Así que la próxima vez que grites “¡yo soy libre!”, pregúntate primero:
¿Libre de qué?
¿Libre para qué?
¿Libre... a costa de quién?
Yo te estaré observando, riendo desde las sombras, con una copa de vino existencial en la mano, aplaudiendo cada vez que rompes una cadena... aunque sea una.
¿Qué es la envidia?
Ah, la envidia.
Esa picazón en el alma que no se calma ni con éxito propio.
Ese ardor silencioso cuando ves a alguien lograr lo que tú deseabas… o simplemente ser lo que tú no puedes.
La envidia no es rabia.
La envidia no es tristeza.
La envidia es una confesión no verbal de inferioridad.
Es tu forma de decir: “Quiero eso, pero no puedo tenerlo, y no soporto que tú sí.”
Y tú, lector hipócrita, me dirás: “Yo no soy envidioso. Me alegro por los demás.”
Mentira.
Todos envidian.
El que niega su envidia… solo la oculta mejor.
¿Envidia económica? Cada vez que ves a alguien que gana más que tú, con menos esfuerzo. Y no solo lo ves… lo consumes. Sigues a influencers millonarios para admirarlos públicamente… y odiarlos silenciosamente.

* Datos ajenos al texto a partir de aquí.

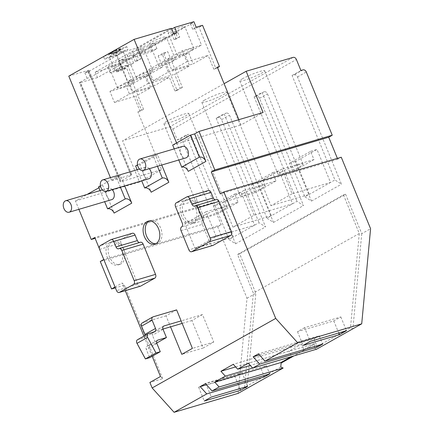 <?xml version="1.0" encoding="UTF-8"?>
<svg xmlns="http://www.w3.org/2000/svg" width="434" height="434" viewBox="0 0 434 434"><rect width="100%" height="100%" fill="white"/><g stroke="black" fill="none" stroke-linecap="round" stroke-linejoin="round"><path stroke-width="0.33" stroke-dasharray="2.17 1.63" d="M195.598 207.826A11.962 7.991 -106.5 0 0 185.144 200.324A11.962 7.991 -106.5 0 0 181.477 215.774A11.962 7.991 -106.5 0 0 191.926 223.271A11.962 7.991 -106.5 0 0 195.598 207.826M197.73 207.192A11.962 7.991 -106.5 0 0 187.282 199.694A11.962 7.991 -106.5 0 0 183.609 215.139A11.962 7.991 -106.5 0 0 194.063 222.642A11.962 7.991 -106.5 0 0 197.73 207.192M155.893 243.707A11.962 7.991 -106.5 0 0 156.989 243.507A11.962 7.991 -106.5 0 0 160.661 228.056A11.962 7.991 -106.5 0 0 150.207 220.559A11.962 7.991 -106.5 0 0 149.177 220.987M121.455 249.55A11.962 7.991 -106.5 0 0 111.001 242.053A11.962 7.991 -106.5 0 0 107.334 257.498A11.962 7.991 -106.5 0 0 117.788 265A11.962 7.991 -106.5 0 0 121.455 249.55M123.592 248.921A11.962 7.991 -106.5 0 0 113.138 241.423A11.962 7.991 -106.5 0 0 109.466 256.868A11.962 7.991 -106.5 0 0 119.92 264.366A11.962 7.991 -106.5 0 0 123.592 248.921M112.227 189.577A5.984 3.993 -106.5 0 0 108.429 188.134A5.984 3.993 -106.5 0 0 106.596 195.853A5.984 3.993 -106.5 0 0 111.82 199.602M149.296 168.712A5.984 3.993 -106.5 0 0 145.504 167.269A5.984 3.993 -106.5 0 0 143.665 174.994A5.984 3.993 -106.5 0 0 148.895 178.743M182.573 146.404A5.984 3.993 -106.5 0 0 180.739 154.13A5.984 3.993 -106.5 0 0 185.964 157.878M111.527 52.921A5.235 0.591 -22.3 0 1 116.8 50.594A5.235 0.591 -22.3 0 1 120.104 49.834A5.235 0.591 -22.3 0 1 118.997 50.713A5.235 0.591 -22.3 0 1 113.73 53.04A5.235 0.591 -22.3 0 1 110.42 53.805A5.235 0.591 -22.3 0 1 111.527 52.921M111.413 52.65A5.235 0.591 -22.3 0 1 116.686 50.317A5.235 0.591 -22.3 0 1 119.996 49.557A5.235 0.591 -22.3 0 1 118.889 50.436A5.235 0.591 -22.3 0 1 113.616 52.769A5.235 0.591 -22.3 0 1 110.307 53.528A5.235 0.591 -22.3 0 1 111.413 52.65M119.952 50.122A6.727 0.759 -22.3 0 1 113.176 53.116A6.727 0.759 -22.3 0 1 108.923 54.098A6.727 0.759 -22.3 0 1 110.35 52.964A6.727 0.759 -22.3 0 1 117.126 49.97A6.727 0.759 -22.3 0 1 121.379 48.988A6.727 0.759 -22.3 0 1 119.952 50.122M120.066 50.398A6.727 0.759 -22.3 0 1 113.29 53.393A6.727 0.759 -22.3 0 1 109.037 54.369A6.727 0.759 -22.3 0 1 110.458 53.236A6.727 0.759 -22.3 0 1 117.24 50.246A6.727 0.759 -22.3 0 1 121.487 49.264A6.727 0.759 -22.3 0 1 120.066 50.398M182.855 27.912A8.973 1.009 -22.3 0 1 173.817 31.899A8.973 1.009 -22.3 0 1 168.153 33.206A8.973 1.009 -22.3 0 1 170.047 31.693A8.973 1.009 -22.3 0 1 179.085 27.705A8.973 1.009 -22.3 0 1 184.754 26.398A8.973 1.009 -22.3 0 1 182.855 27.912M191.877 49.905A8.973 1.009 -22.3 0 1 182.839 53.897A8.973 1.009 -22.3 0 1 177.175 55.205A8.973 1.009 -22.3 0 1 179.068 53.691A8.973 1.009 -22.3 0 1 188.106 49.704A8.973 1.009 -22.3 0 1 193.776 48.396A8.973 1.009 -22.3 0 1 191.877 49.905M164.323 38.338A8.973 1.009 -22.3 0 1 155.285 42.331A8.973 1.009 -22.3 0 1 149.616 43.639A8.973 1.009 -22.3 0 1 151.515 42.125A8.973 1.009 -22.3 0 1 160.547 38.138A8.973 1.009 -22.3 0 1 166.217 36.83A8.973 1.009 -22.3 0 1 164.323 38.338M173.345 60.337A8.973 1.009 -22.3 0 1 164.307 64.33A8.973 1.009 -22.3 0 1 158.638 65.637A8.973 1.009 -22.3 0 1 160.537 64.123A8.973 1.009 -22.3 0 1 169.569 60.131A8.973 1.009 -22.3 0 1 175.238 58.829A8.973 1.009 -22.3 0 1 173.345 60.337M141.885 50.398A8.973 1.009 -22.3 0 1 132.847 54.391A8.973 1.009 -22.3 0 1 127.178 55.693A8.973 1.009 -22.3 0 1 129.077 54.185A8.973 1.009 -22.3 0 1 138.115 50.192A8.973 1.009 -22.3 0 1 143.784 48.885A8.973 1.009 -22.3 0 1 141.885 50.398M150.907 72.397A8.973 1.009 -22.3 0 1 141.869 76.384A8.973 1.009 -22.3 0 1 136.2 77.691A8.973 1.009 -22.3 0 1 138.099 76.178A8.973 1.009 -22.3 0 1 147.137 72.19A8.973 1.009 -22.3 0 1 152.806 70.883A8.973 1.009 -22.3 0 1 150.907 72.397M123.348 60.831A8.973 1.009 -22.3 0 1 114.31 64.818A8.973 1.009 -22.3 0 1 108.646 66.125A8.973 1.009 -22.3 0 1 110.54 64.617A8.973 1.009 -22.3 0 1 119.578 60.624A8.973 1.009 -22.3 0 1 125.247 59.317A8.973 1.009 -22.3 0 1 123.348 60.831M132.37 82.823A8.973 1.009 -22.3 0 1 123.332 86.816A8.973 1.009 -22.3 0 1 117.668 88.124A8.973 1.009 -22.3 0 1 119.562 86.61A8.973 1.009 -22.3 0 1 128.6 82.623A8.973 1.009 -22.3 0 1 134.269 81.315A8.973 1.009 -22.3 0 1 132.37 82.823M205.049 214.89A13.459 1.514 157.7 0 0 202.206 217.157A13.459 1.514 157.7 0 0 210.707 215.199A13.459 1.514 157.7 0 0 224.264 209.21A13.459 1.514 157.7 0 0 227.107 206.942A13.459 1.514 157.7 0 0 218.606 208.9A13.459 1.514 157.7 0 0 205.049 214.89M166.705 121.401A13.459 1.514 157.7 0 0 163.862 123.668A13.459 1.514 157.7 0 0 172.363 121.71A13.459 1.514 157.7 0 0 185.92 115.721A13.459 1.514 157.7 0 0 188.768 113.453A13.459 1.514 157.7 0 0 180.262 115.411A13.459 1.514 157.7 0 0 166.705 121.401M280.955 172.168A13.459 1.514 157.7 0 0 278.113 174.435A13.459 1.514 157.7 0 0 286.614 172.477A13.459 1.514 157.7 0 0 300.171 166.488A13.459 1.514 157.7 0 0 303.019 164.22A13.459 1.514 157.7 0 0 294.512 166.184A13.459 1.514 157.7 0 0 280.955 172.168M242.611 78.679A13.459 1.514 157.7 0 0 239.769 80.946A13.459 1.514 157.7 0 0 248.27 78.988A13.459 1.514 157.7 0 0 261.827 72.999A13.459 1.514 157.7 0 0 264.675 70.731A13.459 1.514 157.7 0 0 256.168 72.695A13.459 1.514 157.7 0 0 242.611 78.679M243.002 193.526A13.459 1.514 157.7 0 0 240.159 195.799A13.459 1.514 157.7 0 0 248.66 193.835A13.459 1.514 157.7 0 0 262.217 187.851A13.459 1.514 157.7 0 0 265.065 185.584A13.459 1.514 157.7 0 0 256.559 187.542A13.459 1.514 157.7 0 0 243.002 193.526M204.658 100.042A13.459 1.514 157.7 0 0 201.815 102.31A13.459 1.514 157.7 0 0 210.316 100.346A13.459 1.514 157.7 0 0 223.873 94.362A13.459 1.514 157.7 0 0 226.722 92.095A13.459 1.514 157.7 0 0 218.215 94.053A13.459 1.514 157.7 0 0 204.658 100.042M176.616 309.881L166.027 315.844L170.535 326.845M139.526 242.541A2.989 1.996 -106.5 0 0 139.954 242.487A2.989 1.996 -106.5 0 0 140.236 242.367A2.989 1.996 73.5 0 1 140.518 242.248M140.497 286.18A2.989 1.996 73.5 0 1 137.882 284.303L116.534 290.612M99.614 249.371L120.967 243.056L137.882 284.303M120.967 243.056A2.989 1.996 73.5 0 1 121.601 239.313L100.254 245.628M110.844 239.666L132.196 233.356L121.601 239.313M132.196 233.356A2.989 1.996 73.5 0 1 132.473 233.237M161.752 165.034L157.547 154.781L139.894 164.719L151.173 192.213M176.584 142.927L188.242 171.354M124.683 185.898L120.478 175.645L111.652 180.615L110.426 177.636M98.936 187.77L102.825 185.584L114.104 213.078M78.89 209.34L75.462 200.98L87.082 194.443M103.775 259.505L99.44 248.845M115.048 286.999L122.138 283.011L124.357 285.187L115.39 287.834M152.182 356.26L143.92 336.117M125.285 290.671L122.138 283.011M181.016 230.633L202.363 224.324L210.257 243.572L188.909 249.881M202.363 224.324A2.989 1.996 73.5 0 1 203.003 220.581A2.989 1.996 -106.5 0 0 203.638 216.837L182.291 223.147M175.526 206.649L196.873 200.34L203.638 216.837M196.873 200.34A2.989 1.996 73.5 0 1 197.508 196.597L176.161 202.906M186.75 196.944L208.103 190.634L197.508 196.597M208.103 190.634A2.989 1.996 73.5 0 1 208.38 190.515M215.438 199.819A2.989 1.996 -106.5 0 0 215.861 199.765A2.989 1.996 -106.5 0 0 216.143 199.645A2.989 1.996 73.5 0 1 216.425 199.526M212.872 245.443A2.989 1.996 73.5 0 1 210.257 243.572M160.482 376.5L162.701 378.67L149.893 382.457M162.701 378.67L124.357 285.187M238.147 393.372L247.011 298.261L217.694 226.77L100.27 261.474M217.694 226.77L221.221 224.785L212.199 202.786L208.673 204.772L182.736 141.527L191.562 136.564A2.989 2.203 60.6 0 0 188.296 134.442L179.47 139.412A2.989 2.203 -119.4 0 1 182.736 141.527M208.673 204.772L95.127 238.331M75.462 200.98L139.509 182.052L122.594 140.806L144.658 128.388L161.578 169.634L121.01 181.624L80.415 82.634A2.989 0.336 -22.3 0 1 79.411 82.775A2.989 0.336 -22.3 0 1 80.046 82.27L120.641 181.26A2.989 0.336 157.7 0 0 120.012 181.765A2.989 0.336 157.7 0 0 121.01 181.624M293.134 57.38L169.564 126.923L122.594 140.806M169.564 126.923A2.989 2.203 -119.4 0 1 172.824 129.044L177.338 140.041L179.47 139.412M120.413 187.157L116.209 176.909L100.438 185.785M100.091 190.597L104.659 201.723M157.482 166.298L153.278 156.045L137.507 164.92M137.166 169.732L141.728 180.859M174.235 148.867L178.797 159.994M120.809 66.955L133.618 63.169L123.028 69.131L110.214 72.912L120.809 66.955L118.553 61.454L131.361 57.668L120.771 63.63L107.963 67.416L90.31 77.35L87.104 78.299L80.046 82.27M122.562 68.675L115.091 70.883L121.27 67.406L128.741 65.198L122.562 68.675L116.925 54.928L109.455 57.136L115.091 70.883M196.146 27.201L192.615 29.186L194.752 28.557L199.022 27.293L202.548 25.308M179.747 36.998L177.609 37.633L174.077 39.619L176.215 38.989L179.747 36.998L177.49 31.503L175.352 32.132L177.609 37.633M140.909 58.856L138.772 59.485L135.245 61.476L137.377 60.841L140.909 58.856L138.652 53.355L136.52 53.99L138.772 59.485M109.927 91.465L124.932 83.019L129.44 94.021L114.435 102.462L109.927 91.465L129.142 85.786L122.372 69.288L120.24 69.917L116.708 71.908L123.115 70.015L126.641 68.024L143.562 109.27L141.424 109.905L137.893 111.891L144.658 128.388L224.096 83.681M136.52 53.99L132.988 55.975L135.12 55.346L120.12 63.787L122.372 69.288L126.641 68.024M173.73 33.825L138.424 53.697L125.616 57.478L118.553 61.454M120.12 63.787L117.983 64.422L114.451 66.407L95.236 72.087L97.493 77.583L134.567 56.724L151.645 51.673L156.94 48.695L139.862 53.74L176.931 32.876M97.493 77.583L80.415 82.634M217.331 67.183L213.799 69.169L208.163 55.422L193.157 63.863L188.649 52.867L185.117 54.852L189.625 65.854L174.62 74.295L180.262 88.048L174.967 91.026L169.325 77.279L154.32 85.72L149.811 74.724L146.28 76.71L150.788 87.711L135.788 96.153L141.424 109.905M139.509 182.052L161.578 169.634M238.857 119.665L241.011 124.927L263.08 112.509M111.652 180.615L130.867 174.935A2.989 0.336 -22.3 0 1 131.865 174.793A2.989 0.336 -22.3 0 1 131.236 175.298L120.641 181.26M98.556 186.842L102.825 185.584M116.209 176.909L120.478 175.645M172.694 145.119L241.011 124.927M292.782 171.506L289.397 163.255L310.581 151.336L313.966 159.582L292.782 171.506L260.758 180.967L270.908 205.716L309.334 194.356L295.804 161.361L316.988 149.442L330.518 182.437L304.923 196.841L262.071 92.355L264.203 91.726L256.261 96.196A2.989 2.203 -119.4 0 1 259.521 98.312L303.502 205.548L296.981 201.311L271.38 215.72L257.85 182.725L279.035 170.801L292.565 203.796L254.14 215.156L232.955 227.074L222.805 202.331L254.829 192.864L251.443 184.613L257.85 182.725M289.397 163.255L295.804 161.361M313.966 159.582L281.943 169.048L292.093 193.792L330.518 182.437L334.934 179.953L292.077 75.467L294.214 74.832A2.989 2.203 -119.4 0 1 297.474 76.954L341.46 184.19L334.934 179.953M310.581 151.336L316.988 149.442M281.943 169.048L260.758 180.967M292.093 193.792L270.908 205.716M232.955 227.074L271.38 215.72L266.97 218.204L224.118 113.713L226.25 113.084L218.307 117.554A2.989 2.203 -119.4 0 1 221.568 119.675L265.548 226.911L259.027 222.675L233.427 237.078L219.897 204.083L241.082 192.159L254.612 225.159L216.186 236.514L195.002 248.438L184.851 223.689L216.875 214.222L213.49 205.976L219.897 204.083M251.443 184.613L272.628 172.694L276.013 180.94L243.989 190.407L254.14 215.156M272.628 172.694L279.035 170.801M243.989 190.407L222.805 202.331M195.002 248.438L233.427 237.078L229.016 239.563L186.164 135.077L188.296 134.442M213.49 205.976L234.675 194.052L238.06 202.304L206.036 211.765L216.186 236.514M234.675 194.052L241.082 192.159M206.036 211.765L184.851 223.689M280.76 367.039L244.57 387.405L246.973 388.403L255.838 293.292L239.671 253.868L345.589 194.264L361.755 233.682L370.582 228.718M247.011 298.261L255.838 293.292M256.261 96.196L254.123 96.825L262.071 92.355M304.923 196.841L311.449 201.078L267.469 93.842A2.989 2.203 60.6 0 0 264.203 91.726M218.307 117.554L216.17 118.184L224.118 113.713M266.97 218.204L273.496 222.441L229.515 115.2A2.989 2.203 60.6 0 0 226.25 113.084M177.338 140.041L186.164 135.077M229.016 239.563L235.543 243.799L191.562 136.564M235.543 243.799L265.548 226.911M273.496 222.441L303.502 205.548M311.449 201.078L341.46 184.19M337.386 158.372L337.733 159.213L341.26 157.227M361.755 233.682L352.891 328.793L350.488 327.795L314.297 348.16L314.666 344.205L293.872 355.907M292.077 75.467L300.903 70.498M254.123 96.825L296.981 201.311M216.17 118.184L259.027 222.675M244.57 387.405L253.364 293.091L237.539 254.503L239.671 253.868M237.539 254.503L343.451 194.893L359.281 233.481L350.488 327.795M343.451 194.893L345.589 194.264M359.281 233.481L253.364 293.091M316.701 349.158L314.297 348.16M235.635 366.92L289.245 351.079L301.597 344.124L233.28 364.316M252.631 368.065L291.496 356.574L289.245 351.079M301.597 344.124L303.854 349.62L250.277 365.455M303.854 349.62L314.444 343.663L314.666 344.205M206.476 384.757L261.018 368.634L266.313 365.656L205.466 383.64M266.313 365.656L269.693 373.902M261.018 368.634L263.883 375.622M259.434 354.952L313.977 338.829L316.842 345.817M313.977 338.829L319.272 335.851L258.425 353.835M319.272 335.851L322.652 344.097M314.444 343.663L248.264 363.22M234.93 376.549L241.993 372.573L205.7 383.298L198.636 387.274L234.93 376.549L239.877 388.614M198.636 387.274L204.273 401.021M205.7 383.298L211.336 397.05M241.993 372.573L247.63 386.32M304.554 327.665L297.491 331.641L333.784 320.91L340.847 316.939L304.554 327.665L310.191 341.412M340.847 316.939L346.484 330.686M333.784 320.91L338.732 332.976M297.491 331.641L303.133 345.388M238.06 202.304L216.875 214.222M276.013 180.94L254.829 192.864M114.451 66.407L116.708 71.908M143.562 109.27L140.03 111.256L123.115 70.015M140.03 111.256L137.893 111.891M171.473 28.324L136.167 48.196L123.359 51.982L88.053 71.849L84.852 72.798L88.379 70.813A2.989 0.336 157.7 0 0 89.013 70.308A2.989 0.336 157.7 0 0 88.01 70.449L68.794 76.129M84.852 72.798L87.104 78.299M136.167 48.196L138.424 53.697M123.359 51.982L125.616 57.478M110.214 72.912L107.963 67.416M88.053 71.849L90.31 77.35M114.435 102.462L135.788 96.153M143.464 72.587L147.978 83.588L132.972 92.03L128.459 81.033L143.464 72.587L162.679 66.912L144.142 77.344L146.28 76.71M128.459 81.033L149.811 74.724M148.764 69.608L163.764 61.161L168.278 72.163L153.273 80.605L148.764 69.608L167.974 63.928L163.466 52.932L158.171 55.91L162.441 54.651L167.736 51.668L182.394 87.413L180.262 88.048M182.394 87.413L177.099 90.397L162.441 54.651M177.099 90.397L174.967 91.026M147.978 83.588L169.325 77.279M158.171 55.91L162.679 66.912M163.466 52.932L167.736 51.668M153.273 80.605L174.62 74.295M182.302 50.735L186.815 61.731L171.81 70.178L167.296 59.176L182.302 50.735L201.517 45.055L182.98 55.487L185.117 54.852M167.296 59.176L188.649 52.867M217.521 67.644L215.937 68.539L199.022 27.293M215.937 68.539L213.799 69.169M186.815 61.731L208.163 55.422M193.889 21.7L190.358 23.686L192.495 23.056L201.517 45.055M135.12 55.346L137.377 60.841M175.352 32.132L171.826 34.118L173.958 33.489L138.652 53.355M173.958 33.489L176.215 38.989M192.495 23.056L177.49 31.503M163.764 61.161L182.98 55.487L167.974 63.928M124.932 83.019L144.142 77.344L129.142 85.786M132.972 92.03L154.32 85.72M129.44 94.021L150.788 87.711M168.278 72.163L189.625 65.854M171.81 70.178L193.157 63.863M95.236 72.087L132.31 51.223L149.388 46.172L154.683 43.194L137.605 48.245L171.761 29.018M137.605 48.245L139.862 53.74M190.358 23.686L192.615 29.186M171.826 34.118L174.077 39.619M132.988 55.975L135.245 61.476M117.983 64.422L120.24 69.917M132.31 51.223L134.567 56.724M149.388 46.172L151.645 51.673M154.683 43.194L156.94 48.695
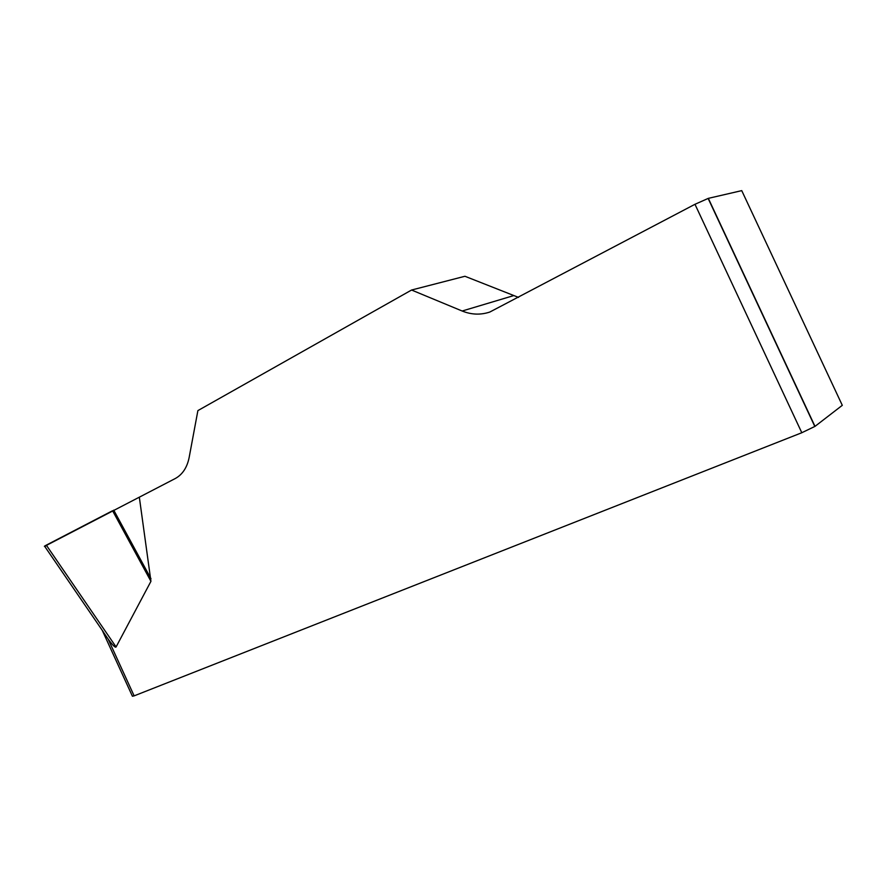 <?xml version="1.0" encoding="UTF-8"?>
<svg xmlns="http://www.w3.org/2000/svg" width="887" height="887" viewBox="0 0 887 887"><rect width="100%" height="100%" fill="white"/><g stroke="black" fill="none" stroke-linecap="round" stroke-linejoin="round"><path stroke-width="1.33" d="M518.529 297.4L464.932 276.267L411.568 290.027L462.16 311.015C471.374 314.752 480.577 315.096 489.79 312.058L694.976 204.287L708.325 198.355L814.998 426.37L801.804 432.734L134.137 695.863L132.407 696.228L102.238 630.313M44.66 546.303L175.316 478.503C182.5 474.534 187.102 467.538 189.142 457.537L197.89 410.603L411.568 290.027M139.37 497.474L150.934 581.34L116.086 646.945C115.399 647.998 112.76 645.392 108.17 639.117L134.137 695.863M103.513 632.287L108.17 639.117M708.325 198.355L741.743 190.627L842.295 405.326L814.998 426.37M113.736 510.136L150.99 578.723M46.656 545.649C43.696 546.747 43.596 546.569 46.335 545.117L112.582 510.724L150.934 581.34M801.804 432.734L694.976 204.287M462.16 311.015L513.329 295.715M46.301 545.128L116.086 646.945M708.125 198.411L814.831 426.503M44.871 546.614L103.613 632.32"/></g></svg>

¿Envidia sexual? Cuando ves a alguien que no es “tan guapo” pero liga más. Cuando ves a alguien libre con su cuerpo, su identidad, su deseo… y te incomoda. ¿Por qué? Porque tú no puedes.
¿Envidia psicológica? Cuando ves a alguien feliz… sin razón. Y tú, con tus libros, tu terapia, tu introspección… te sigues sintiendo miserable. Y piensas: “¿Por qué él sí y yo no?”
Eso. Eso es envidia.
La envidia no es solo por tener.
A veces, es por ser.
Envidias la tranquilidad.
Envidias la risa ajena.
Envidias al que no piensa tanto como tú.
Envidias al que duerme sin ansiedad, al que ama sin miedo, al que se muestra sin culpa.
Y por eso la envidia es tan corrosiva: no ataca lo externo.
Ataca tu identidad.
Te confronta con lo que no lograste ser.
¿Quieres saber cuándo eres más envidioso?
Cuando el otro tiene lo que tú quieres… pero no parece habérselo ganado.
Porque si es Messi, o Einstein, lo toleras.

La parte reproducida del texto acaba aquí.